Selling, General and Administrative Expenses. Selling, general and administrative expenses, or SG&A, decreased from 14.4% of sales for the three months ended August 1, 2003 to 13.0% of sales for the three months ended July 30, 2004. SG&A costs totaled $14.2 million for the three months ended July 30, 2004 as compared to $11.6 million for the comparable prior year quarter, an increase of $2.6 million. The increase was primarily due to an increase of bad debt reserves, additional expenses for strategic consulting, and the Sarbanes-Oxley implementation.

 

Research And Development Expenses. Research and development expenses, or R&D, decreased $1.2 million or 10.5% for the three months ended July 30, 2004 as compared to the comparable prior year quarter. Expenses were $11.7 million in the comparable prior year period as compared to $10.5 million for the three months ended July 30, 2004. The decrease was primarily due to the sale of the Fixed Wireless product line in May 2004 and the result of improved discretionary cost controls. As a percentage of net sales, research and development expenses decreased to 9.7% for the three months ended July 30, 2004 compared to 14.7% in the comparable prior year.

 

Restructuring Charges.
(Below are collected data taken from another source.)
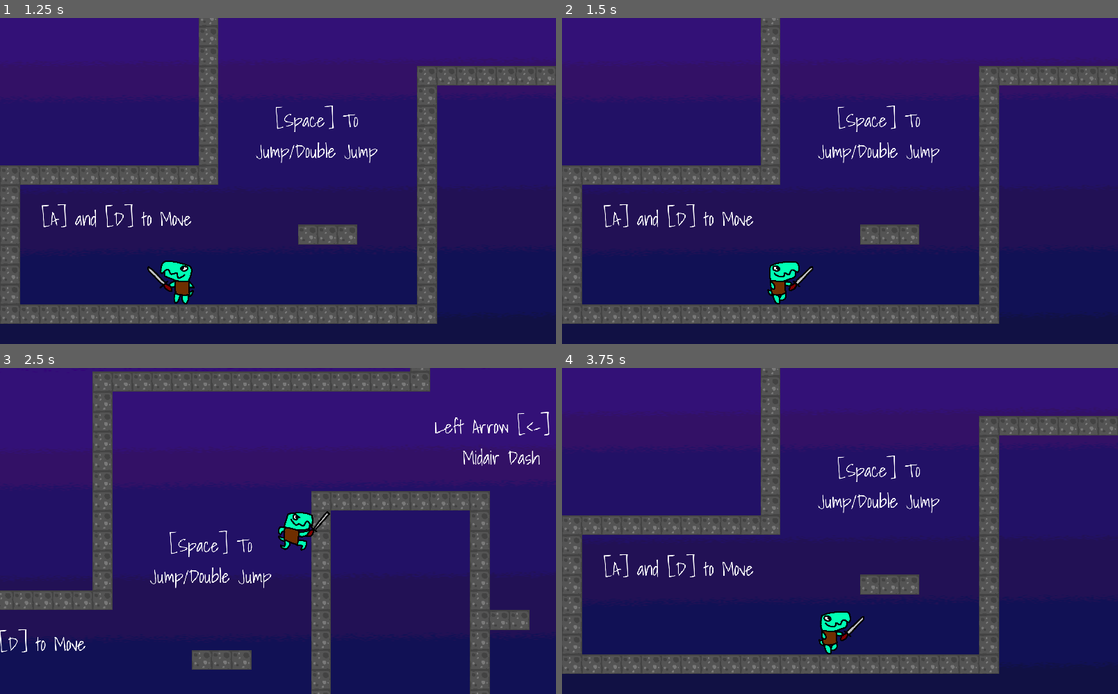
Above: before the commit, frames 1-4 (two rows, left to right).
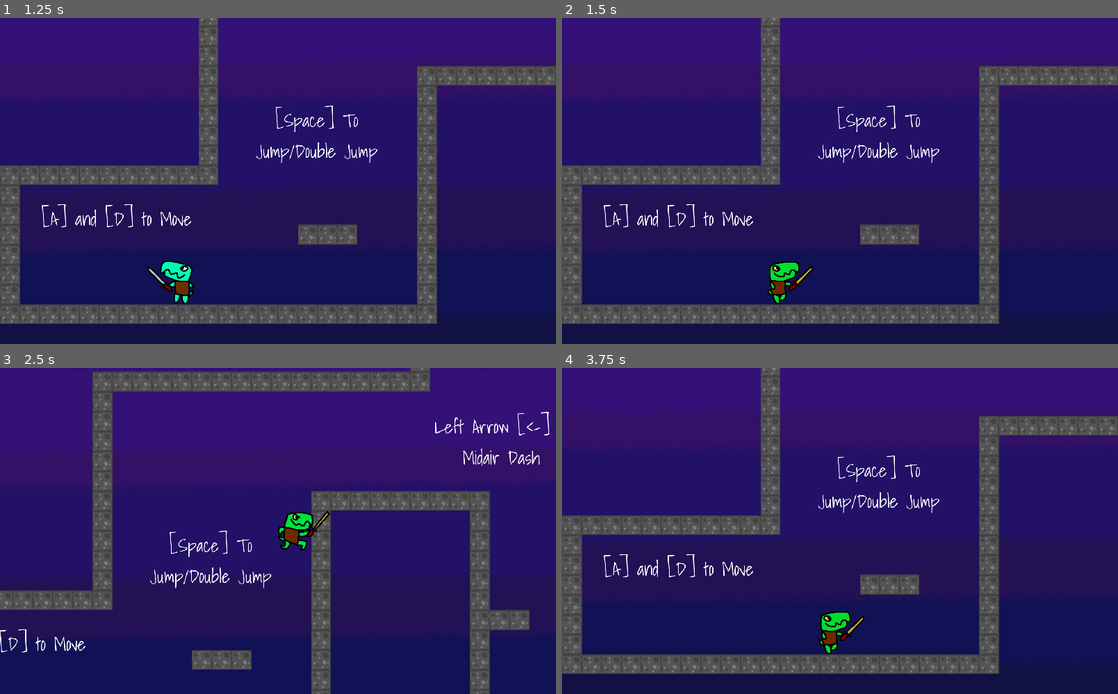
Above: after the commit, the same moments.

Repository: kralinc/ldjam52-harvest
Game: Godot game, scene res://MainMenu.tscn
Same seed, same stepped clock (60 frames per second), same inputs: the game is played once before the commit and once after it.
Inputs:
- Up to frame 1 (1.25 s): click "Tutorial" at 0.5 s
- Up to frame 2 (1.5 s): hold D (right) from 1.28 s (still down); tap Left (dash) at 1.35 s
- Up to frame 3 (2.5 s): keep holding D (right); tap Space (jump) at 1.52, 1.55, 1.82, 2.1, 2.27 s; tap Left (dash) at 2.3 s
- Up to frame 4 (3.75 s): tap Space (jump) at 2.57, 3.05 s; release D (right) at 2.78 s; hold A (left) 2.78-3.53 s; tap Right (attack) at 2.85 s; hold D (right) from 3.53 s (still down); tap Left (dash) at 3.6 s

Frame 1 is identical in both runs. In frame 2, 0.3% of the frame differs, in the area x 37-45%, y 75-88%; in frame 3, 0.2%; in frame 4, 0.3%, in the area x 46-55%, y 75-88%.

Commit message:
ready for upload

Diff:
--- a/Assets/Images/Tutorial.tscn
+++ b/Assets/Images/Tutorial.tscn
@@ -8,6 +8,13 @@
 [ext_resource path="res://Assets/Sounds/Abstraction - Three Red Hearts - Three Red Hearts.mp3" type="AudioStream" id=6]
 [ext_resource path="res://Assets/Images/bg.png" type="Texture" id=7]
 [ext_resource path="res://Assets/Images/Tutorial.gd" type="Script" id=8]
+
+[sub_resource type="DynamicFontData" id=7]
+font_path = "res://Assets/ShadowsIntoLight-Regular.ttf"
+
+[sub_resource type="DynamicFont" id=8]
+size = 50
+font_data = SubResource( 7 )
 
 [sub_resource type="RectangleShape2D" id=1]
 extents = Vector2( 240.25, 332.5 )
@@ -51,6 +58,16 @@
 align = 1
 autowrap = true
 
+[node name="Label11" type="Label" parent="Labels"]
+margin_left = 2370.0
+margin_top = -270.0
+margin_right = 2919.0
+margin_bottom = -73.0
+custom_fonts/font = ExtResource( 4 )
+text = "Double Jump and Dash to get across"
+align = 1
+autowrap = true
+
 [node name="Label4" type="Label" parent="Labels"]
 margin_left = 3084.0
 margin_top = -1040.0
@@ -63,11 +80,21 @@
 
 [node name="Label5" type="Label" parent="Labels"]
 margin_left = 3686.0
-margin_top = -1178.0
+margin_top = -1193.0
 margin_right = 4348.0
-margin_bottom = -981.0
+margin_bottom = -996.0
 custom_fonts/font = ExtResource( 4 )
 text = "Harvest Crops for Upgrades"
+align = 1
+autowrap = true
+
+[node name="Label10" type="Label" parent="Labels"]
+margin_left = 4106.0
+margin_top = -1027.0
+margin_right = 4495.0
+margin_bottom = -830.0
+custom_fonts/font = SubResource( 8 )
+text = "Walking on farmland plants new crops"
 align = 1
 autowrap = true
 
@@ -87,7 +114,7 @@
 margin_right = 6761.0
 margin_bottom = -935.0
 custom_fonts/font = ExtResource( 4 )
-text = "Seeds can replant lost Farmland"
+text = "Seeds can recover lost Farmland"
 align = 1
 autowrap = true
 
@@ -122,7 +149,7 @@
 
 [node name="AudioStreamPlayer" type="AudioStreamPlayer" parent="."]
 stream = ExtResource( 6 )
-volume_db = -5.0
+volume_db = -10.0
 autoplay = true
 
 [node name="Friend" parent="." instance=ExtResource( 1 )]
--- a/CropTileMap.gd
+++ b/CropTileMap.gd
@@ -39,7 +39,7 @@
 	set_cell(crop.x, crop.y, tile)
 
 func destroy_crop(location):
-	set_cell(location.x, location.y, -1)
+	set_cellv(location, -1)
 	crop_lifetimes.erase(location)
 	emit_signal("crop_destroyed", location)
 
--- a/Friend.gd
+++ b/Friend.gd
@@ -32,7 +32,7 @@
 onready var WEAPON = $Weapon
 onready var WEAPON_COL = $Weapon/CollisionShape2D
 onready var LABEL = $Label
-onready var LABEL_ANIM = $Label/AnimationPlayer
+onready var LABEL_ANIM = $AnimationPlayer
 onready var HITBOX = $Hitbox
 onready var SEED = $Seed
 onready var FIND_FLOOR = $FindFloor
@@ -78,6 +78,8 @@
 		dashed = true
 		SPRITE.animation = "Dash"
 		$DashSound.play(0)
+		$SpriteAnimation.stop(true)
+		$SpriteAnimation.play("DashAnim")
 
 	if (SEED.visible == false):
 		for area in HITBOX.get_overlapping_areas():
@@ -158,29 +160,31 @@
 func _on_CropTileMap_upgrade():
 	harvested += 1
 	crop_just_harvested = true
-	var upgrade_type = randi() % 4
-	var upgrade_amount = randi() % 10 + 1
-	LABEL.text = "UPGRADE!\n+" + str(upgrade_amount) + "% "
-	if (upgrade_type == 0):
-		if (speed < MAX_SPEED):
-			LABEL.text += "Speed"
-			speed += (speed * upgrade_amount / 100)
+	var upgraded = false
+
+	while not upgraded:
+		var upgrade_type = randi() % 4
+		var upgrade_amount = randi() % 10 + 1
+		LABEL.text = "UPGRADE!\n+" + str(upgrade_amount) + "% "
+		if (upgrade_type == 0):
+			if (speed < MAX_SPEED):
+				LABEL.text += "Speed"
+				speed += (speed * upgrade_amount / 100)
+				upgraded = true
+		elif (upgrade_type == 1):
+			if (jump_height < MAX_JUMP_HEIGHT):
+				LABEL.text += "Jump"
+				jump_height += (jump_height * upgrade_amount / 100)
+				gravity += (gravity * upgrade_amount / 200)
+				upgraded = true
+		elif (upgrade_type == 2):
+			LABEL.text += "Knockback"
+			knockback += (knockback * upgrade_amount / 100)
+			upgraded = true
 		else:
-			_on_CropTileMap_upgrade()
-	elif (upgrade_type == 1):
-		if (jump_height < MAX_JUMP_HEIGHT):
-			LABEL.text += "Jump"
-			jump_height += (jump_height * upgrade_amount / 100)
-			gravity += (gravity * upgrade_amount / 200)
-		else:
-			_on_CropTileMap_upgrade()
-	elif (upgrade_type == 2):
-		LABEL.text += "Knockback"
-		knockback += (knockback * upgrade_amount / 100)
-	else:
-		LABEL.text += "Damage"
-		damage += damage * upgrade_amount / 100
-
+			LABEL.text += "Damage"
+			damage += damage * upgrade_amount / 100
+			upgraded = true
 func set_label_animation():
 	if (LABEL_ANIM.is_playing()):
 		LABEL_ANIM.stop(true)
--- a/Friend.tscn
+++ b/Friend.tscn
@@ -29,6 +29,16 @@
 "name": "default",
 "speed": 5.0
 }, {
+"frames": [ ExtResource( 12 ), ExtResource( 15 ), ExtResource( 13 ) ],
+"loop": true,
+"name": "Run",
+"speed": 8.0
+}, {
+"frames": [ ExtResource( 11 ), ExtResource( 14 ) ],
+"loop": true,
+"name": "Dash",
+"speed": 5.0
+}, {
 "frames": [ ExtResource( 4 ), ExtResource( 5 ), ExtResource( 5 ), ExtResource( 5 ) ],
 "loop": true,
 "name": "Attack",
@@ -37,16 +47,6 @@
 "frames": [ ExtResource( 9 ), ExtResource( 10 ) ],
 "loop": true,
 "name": "Jump",
-"speed": 5.0
-}, {
-"frames": [ ExtResource( 12 ), ExtResource( 15 ), ExtResource( 13 ) ],
-"loop": true,
-"name": "Run",
-"speed": 8.0
-}, {
-"frames": [ ExtResource( 11 ), ExtResource( 14 ) ],
-"loop": true,
-"name": "Dash",
 "speed": 5.0
 } ]
 
@@ -89,6 +89,22 @@
 radius = 56.0
 height = 120.0
 
+[sub_resource type="Animation" id=12]
+resource_name = "DashAnim"
+length = 0.5
+tracks/0/type = "value"
+tracks/0/path = NodePath("AnimatedSprite:self_modulate")
+tracks/0/interp = 1
+tracks/0/loop_wrap = true
+tracks/0/imported = false
+tracks/0/enabled = true
+tracks/0/keys = {
+"times": PoolRealArray( 0, 0.5 ),
+"transitions": PoolRealArray( 1, 1 ),
+"update": 0,
+"values": [ Color( 1, 0.819608, 0, 1 ), Color( 1, 1, 1, 1 ) ]
+}
+
 [node name="Friend" type="KinematicBody2D"]
 scale = Vector2( 0.6, 0.6 )
 collision_mask = 9
@@ -118,6 +134,11 @@
 position = Vector2( -45.7143, 7.14286 )
 shape = SubResource( 6 )
 
+[node name="AnimationPlayer" type="AnimationPlayer" parent="."]
+root_node = NodePath("../Label")
+anims/FadeInOut = SubResource( 9 )
+anims/FadeOut = SubResource( 10 )
+
 [node name="Label" type="Label" parent="."]
 margin_left = -249.333
 margin_top = -453.333
@@ -128,10 +149,6 @@
 +25% Speed"
 align = 1
 percent_visible = 0.0
-
-[node name="AnimationPlayer" type="AnimationPlayer" parent="Label"]
-anims/FadeInOut = SubResource( 9 )
-anims/FadeOut = SubResource( 10 )
 
 [node name="Seed" type="Sprite" parent="."]
 visible = false
@@ -153,14 +170,21 @@
 
 [node name="PlantSound" type="AudioStreamPlayer" parent="."]
 stream = ExtResource( 8 )
+volume_db = -5.0
 
 [node name="JumpSound" type="AudioStreamPlayer" parent="."]
 stream = ExtResource( 16 )
+volume_db = -5.0
 
 [node name="DashSound" type="AudioStreamPlayer" parent="."]
 stream = ExtResource( 17 )
+volume_db = -5.0
 
 [node name="AttackSound" type="AudioStreamPlayer" parent="."]
 stream = ExtResource( 18 )
+volume_db = -5.0
+
+[node name="SpriteAnimation" type="AnimationPlayer" parent="."]
+anims/DashAnim = SubResource( 12 )
 
 [connection signal="animation_finished" from="AnimatedSprite" to="." method="_on_AnimatedSprite_animation_finished"]
--- a/GM.gd
+++ b/GM.gd
@@ -14,7 +14,7 @@
 var lost = false
 
 var DESTROY_FARM_TIME = 15
-var HARVEST_GOAL = 100
+var HARVEST_GOAL = 80
 
 # Called when the node enters the scene tree for the first time.
 func _ready():
@@ -70,7 +70,7 @@
 		$Canvas/HUDAnimator.play("LoseFade")
 
 func update_hud():
-	$Canvas/HUD/HarvestedText.text = str($Friend.harvested) + "/100"
+	$Canvas/HUD/HarvestedText.text = str($Friend.harvested) + "/" + str(HARVEST_GOAL)
 
 
 func _on_CropTileMap_crop_destroyed(location):
--- a/MainMenu.tscn
+++ b/MainMenu.tscn
@@ -84,7 +84,7 @@
 
 [node name="AudioStreamPlayer" type="AudioStreamPlayer" parent="."]
 stream = ExtResource( 7 )
-volume_db = -5.0
+volume_db = -10.0
 autoplay = true
 
 [connection signal="pressed" from="Button" to="." method="_on_Button_pressed"]
--- a/Root.tscn
+++ b/Root.tscn
@@ -206,7 +206,7 @@
 
 [node name="AudioStreamPlayer" type="AudioStreamPlayer" parent="."]
 stream = ExtResource( 19 )
-volume_db = -5.0
+volume_db = -10.0
 autoplay = true
 
 [connection signal="is_farmland" from="Floor" to="Friend" method="_on_Floor_is_farmland"]
--- a/project.godot
+++ b/project.godot
@@ -26,7 +26,7 @@
 
 [application]
 
-config/name="Harvest Game"
+config/name="Soulful Harvest"
 run/main_scene="res://MainMenu.tscn"
 config/icon="res://icon.png"
 
Not shown: 1 places in Assets/Images/Tutorial.tscn that only renumber resources
Binary file added: Assets/Images/particle.png
Not shown, added: Assets/Images/particle.png.import
Not shown: 1 places in Friend.tscn that only renumber resources
Not shown, changed: export_presets.cfg

Results for the three months ended August 1, 2003 include a restructuring charge of $0.4 million related to the sub-lease of two facilities closed as part of the Company’s fiscal 2002 restructuring plan. For the three months ended July 30, 2004, the Company recognized a credit in the amount of $0.8 million predominantly related to the reversal of reserves related to the sale of a buildings in Finland.

 

Impairment of Goodwill. During the three months ended July 30, 2004, the Company determined there were indicators of impairment for the Wireless Systems reporting segment as a result of changes in management assumptions with respect to revenue growth and gross margins. The Company tested the goodwill of the reporting segment for impairment in accordance with SFAS No. 142, Goodwill and Other Intangible Assets. The performance of the test required a two-step process. The first step of the test involved comparing the fair value of the affected reporting unit with the reporting segment’s aggregate carrying value, including goodwill. The Company estimated the fair value of the Wireless Systems reporting segment as of July 2004 using the income approach methodology of valuation. The estimates used reflect the Company’s inability to gain market share or attain the level of profitability previously anticipated. As a result, the Company has not met its initial plan and has thus changed the assumptions used in its impairment analysis. As a result of this comparison, the Company determined that the carrying value of the Wireless Systems business unit exceeded its implied fair value as of July 2004. Based on this assessment, the Company recorded a charge of $62.4 million to write down the value of goodwill associated with the Wireless Systems reporting segment (see Note 10).

 

Interest income and other, net. Interest income and other, net, were $0.5 million for the three months ended July 30, 2004. This resulted primarily from amortization of deferred gains on the prior sale of assets and foreign exchange gains on working capital balances in the Company’s foreign entities totaling $0.7 million. These were partially offset by interest and other miscellaneous expenses tolling $(0.2) million.

 

Provision For Income Taxes. During the third quarter of fiscal 2003, the Company elected to discontinue its prior practice of recording a tax benefit for its operating losses. Accordingly, no tax benefit has been recorded during fiscal 2004. Income tax payments for the three months ended July 2004 and the comparable year earlier period reflect tax payments to various state tax entities.

 

Six Months Ended July 30, 2004 as Compared to Six Months Ended August 1, 2003

 

Net Sales And Gross Profit. Net sales for the six months ended July 30, 2004 increased 42.2% over the comparable prior year period primarily as a result of increased sales of commercial wireless systems products as discussed below. Pricing pressures in the commercial wireless markets we operate in, combined with additional costs to begin production on new amplifier and filter products and to relocate our manufacturing operations from Finland to China and Costa Rica (as discussed earlier) resulted in a decline in our gross margin as a percentage of net sales from 23.7% for the six months ended August 1, 2003 to 12.8% in the comparable period of fiscal 2005.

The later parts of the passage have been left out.